Strengths and Limitations

Our study enrolled a large sample of healthy Chinese individuals with a wide age range (20–95 years), following the latest guidelines for defining the 99th percentile URL in males and females. Compared with previous criteria, we strengthened the selection criteria by specifically excluding people who were overweight or obesity, or with a dyslipidemia.

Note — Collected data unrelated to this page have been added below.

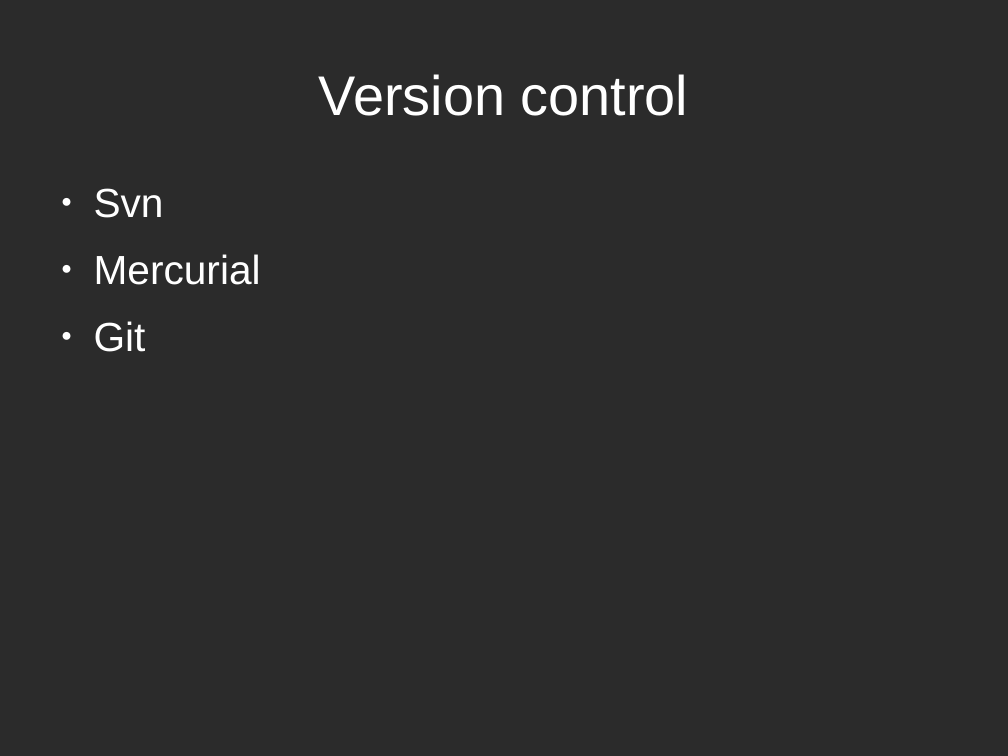
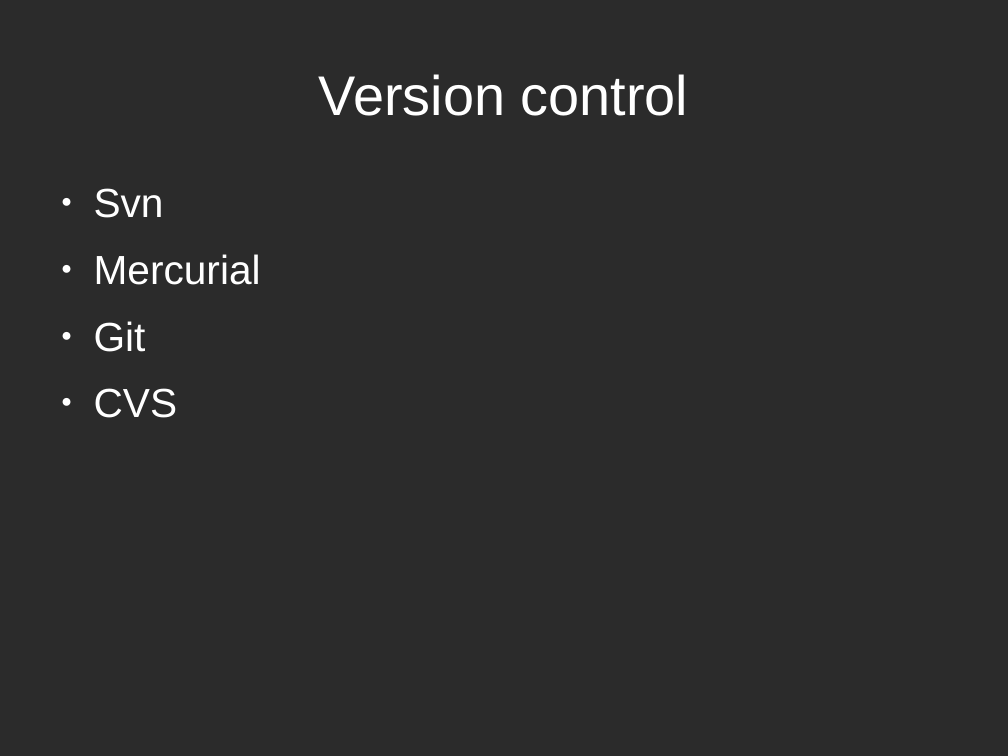
Before and after one commit to hwdegroot/days-of-code, a slide deck: slide 2 of presentation/zee-slides.odp. Drawn at 1008x756 pixels with LibreOffice and Linux fonts; fonts in the diff are those of the drawing; background and template pictures are left out; a plain dark background stands for a picture behind light text. Boxes give left, top, right and bottom in pixels: in the first picture for what was removed or moved away, otherwise in the second. Text is boxed around its words. In the diff, an @@ line names an element or a change of style, - is before the commit and + after.

```diff
--- a/presentation/zee-slides.odp
+++ b/presentation/zee-slides.odp
@@ text at (94, 388, 178, 418): paragraph added @@
+● CVS
```
Also in this commit, not shown: 1 other slide changed, 1 slide added.
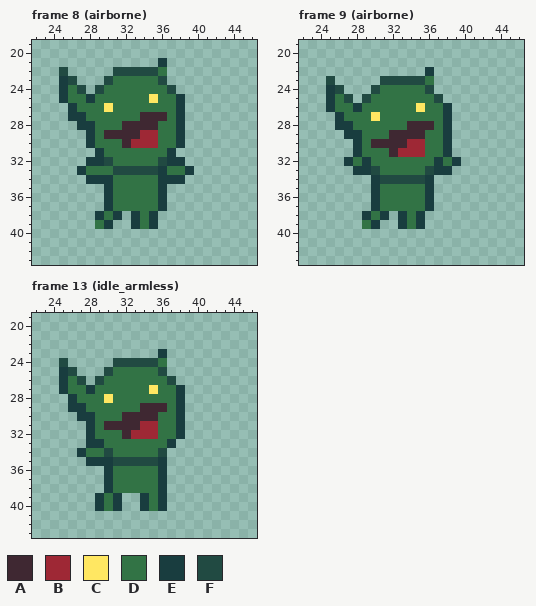
A pixel-art file gets an edit: assets/art/player/goblin.aseprite. The picture above was drawn from the file before the commit.
64x64 pixels, 29 frames. Shown: frame 8 (airborne): x 22..46, y 19..43; frame 9 (airborne): x 22..46, y 19..43; frame 13 (idle_armless): x 22..46, y 19..43. The commit also changed other frames, which this record leaves out.
Visible layers, top first: "head", "farm", "body", "barm", "weapon", "projectiles".
Palette (. is transparent): A #3f2832  B #9e2835  C #ffe762  D #327345  E #193d3f  F #214a42
Pixels before, frame 8 (airborne), first column x 25:
21 ...........E...
22 F.....FFFFFD...
23 EF...FDDDDDF...
24 EDF.FDDDDDDDF..
25 EDDEDDDDDDCDDE.
26 .EDDDCDDDDDDDE.
27 .EEDDDDDDAAADE.
28 ..EEDDDAAAADDE.
29 ...EDAAAABBDDE.
30 ...EDDDABBBDDE.
31 ....EDDDDDDDE..
32 ...EEFDDDDDFEE.
33 ..EDDDFFFFFEDDE
34 ...EEEDDDDDEEE.
35 .....EDDDDDE...
36 .....EDDDDDE...
37 .....EDDDDDE...
38 ....EDE.EDE....
39 ....DE..EDE....
Pixels before, frame 9 (airborne), first column x 25:
22 ...........E...
23 F.....FFFFFD...
24 EF...FDDDDDF...
25 EDF.FDDDDDDDF..
26 EDDEDDDDDDCDDE.
27 .EDDDCDDDDDDDE.
28 .EEDDDDDDAAADE.
29 ..EEDDDAAAADDE.
30 ...EDAAAABBDDE.
31 ...EDDDABBBDDE.
32 ..EDEDDDDDDDEDE
33 ...EEFDDDDDFEE.
34 .....EFFFFFE...
35 .....EDDDDDE...
36 .....EDDDDDE...
37 .....EDDDDDE...
38 ....EDE.EDE....
39 ....DE..EDE....
Pixels before, frame 13 (idle_armless), first column x 25:
23 ...........E..
24 F.....FFFFFD..
25 EF...FDDDDDF..
26 EDF.FDDDDDDDF.
27 EDDEDDDDDDCDDE
28 .EDDDCDDDDDDDE
29 .EEDDDDDDAAADE
30 ..EEDDDAAAADDE
31 ...EDAAAABBDDE
32 ...EDDDABBBDDE
33 ...EEDDDDDDDE.
34 ..EDDFDDDDDF..
35 ...EEEFFFFFE..
36 .....EDDDDDE..
37 .....EDDDDDE..
38 .....EDDDDDE..
39 ....EDE..EDE..
40 ....EDE..EDE..
And afterwards:
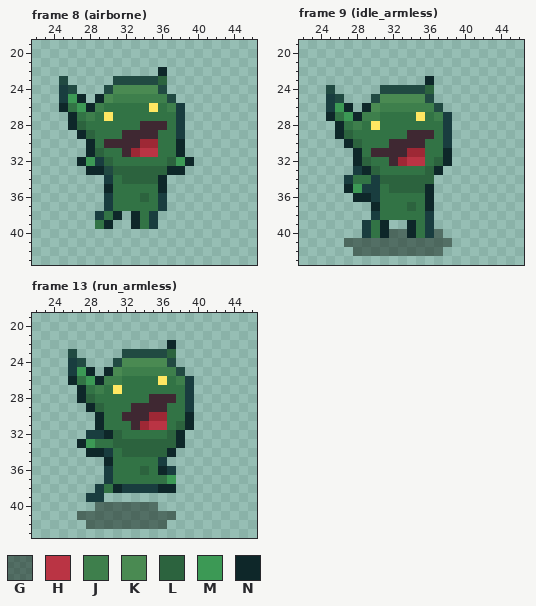
Colours new in this view: G #0d1c127d  H #ba3444  J #3e7f4c  K #4a8a52  L #2c633e  M #3c9955  N #0e2729
The exact change:
layer "detail" added
Changed rows in their new state; - is an unchanged pixel.
Frame 8 (airborne):
first column x 25:
21 -----------.---
22 .-----.....N---
23 F.---.FFFFFL---
24 -F.-.FKKKKKF.--
25 -MN.NKJJJJJJF.-
26 NDMNJD----C-J--
27 -NDJ-C---DDD---
28 -NLD---DD--A---
29 --NL-DD--AA----
30 ---N-AA-A----N-
31 ---NL--ABHH-DN-
32 --NM-L-----DLMN
33 --.NNFLLLLLLNN.
34 ---..--LLLLN..-
35 -----N-----N---
36 ---------L-----
38 ------N-N------
39 -----N--N------
Frame 9 (idle_armless):
first column x 25:
22 -----------.---
23 .-----.....N---
24 F.---.FFFFFL---
25 -F.-.FKKKKKF.--
26 -MN.NKJJJJJJF.-
27 NDMNJJ----C-J--
28 -NDJ-C---DDD---
29 -NLD---DD--A---
30 --NL-DD--AA----
31 ---N-AA-A----N-
32 --.NL--ABHH-LN.
33 ----NL-----LN.-
34 --EDD-LLLLLL---
35 --NME--LLLLN---
36 ---NN------N---
37 -----N---L-N---
38 ----.EDDD-DE---
39 ----EDN-.NDE---
40 ----EDNGGNDEG--
41 --GGGGGGGGGGGG-
42 ---GGGGGGGGGG--
Frame 13 (run_armless):
first column x 25:
22 ------------N--
23 -F-----FFFFFL--
24 .EF----KKKKKF--
25 .EMN-NKJJJJJJF-
26 .NDMNJJ----CDJE
27 ..NDJ-C---D--DE
28 -.NL-D----AAADE
29 -..NL---A----DE
30 --..N-----BB-DN
31 ---.NDDD--HH-LN
32 ----ENLDDDD-LN-
33 --NMD-LLLLLLLN-
34 --.NNE-LLLLLN--
35 ---..NDDDDD----
36 ---------L-NE--
37 -----------DM--
38 ----EDNEEEENN--
39 ---E-..--...---
40 ----GGGGGGG.---
41 --GGGGGGGGGGG--
42 ---GGGGGGGGG---

This study has also several limitations. First, we did not perform an echocardiogram or magnetic resonance imaging. Although ECG cannot replace echocardiogram or magnetic resonance imaging in the diagnosis of cardiovascular diseases, we thought that ECG combined with NT-proBNP could be sufficient to identify healthy individuals. Second, the implemented LoD originated from the manufacturers' instructions, it was not independently measured. Third, we did not calculate the 99th percentile URL values with different statistical approaches.

Conclusion

This was the first evaluation of VITROS Immunodiagnostic Products hs Troponin I Reagent in an age- and sex-matched Asian population. Our findings confirmed that the 99th percentile URLs could be influenced by age, sex, and the screening criteria to define the healthy population. In the current study, the 99th percentile URLs were significantly higher in ≥55 years old than in <55 years old, especially in females. Establishing the 99th percentile URL for the hs-cTnI-VITROS assay specific might improve clinical decision-making and health outcomes in the Chinese population.

Statement of Ethics

This study complied with the Declaration of Helsinki. This study protocol was reviewed and approved by the Ethics Committee of the First Hospital of Jilin University, approval number (20K021-001). All subjects gave their written informed consent for participation.

Conflict of Interest Statement

The authors have no conflicts of interest to declare.

Funding Sources

This work was supported by grants from Jilin Science and Technology Development Program (Grant No. 20190304110YY, 20200404171YY), Scientific and Technological Project of Jilin Provincial Department of Education (Grant No. JJKH20211177KJ), and the First Hospital Translational Funding for Scientific & Technological Achievements (Grant No. CGZHYD202012-005).

Author Contributions

Bing He: formal analysis, investigation, and writing − original draft. Kaijin Wang: formal analysis, review, and editing. Panyang Xu: review and editing. Qi Zhou: project administration and resources. Jiancheng Xu: project administration, resources, and supervision.

Data Availability Statement

All data generated or analyzed during this study are included in this article. Further enquiries can be directed to the corresponding author.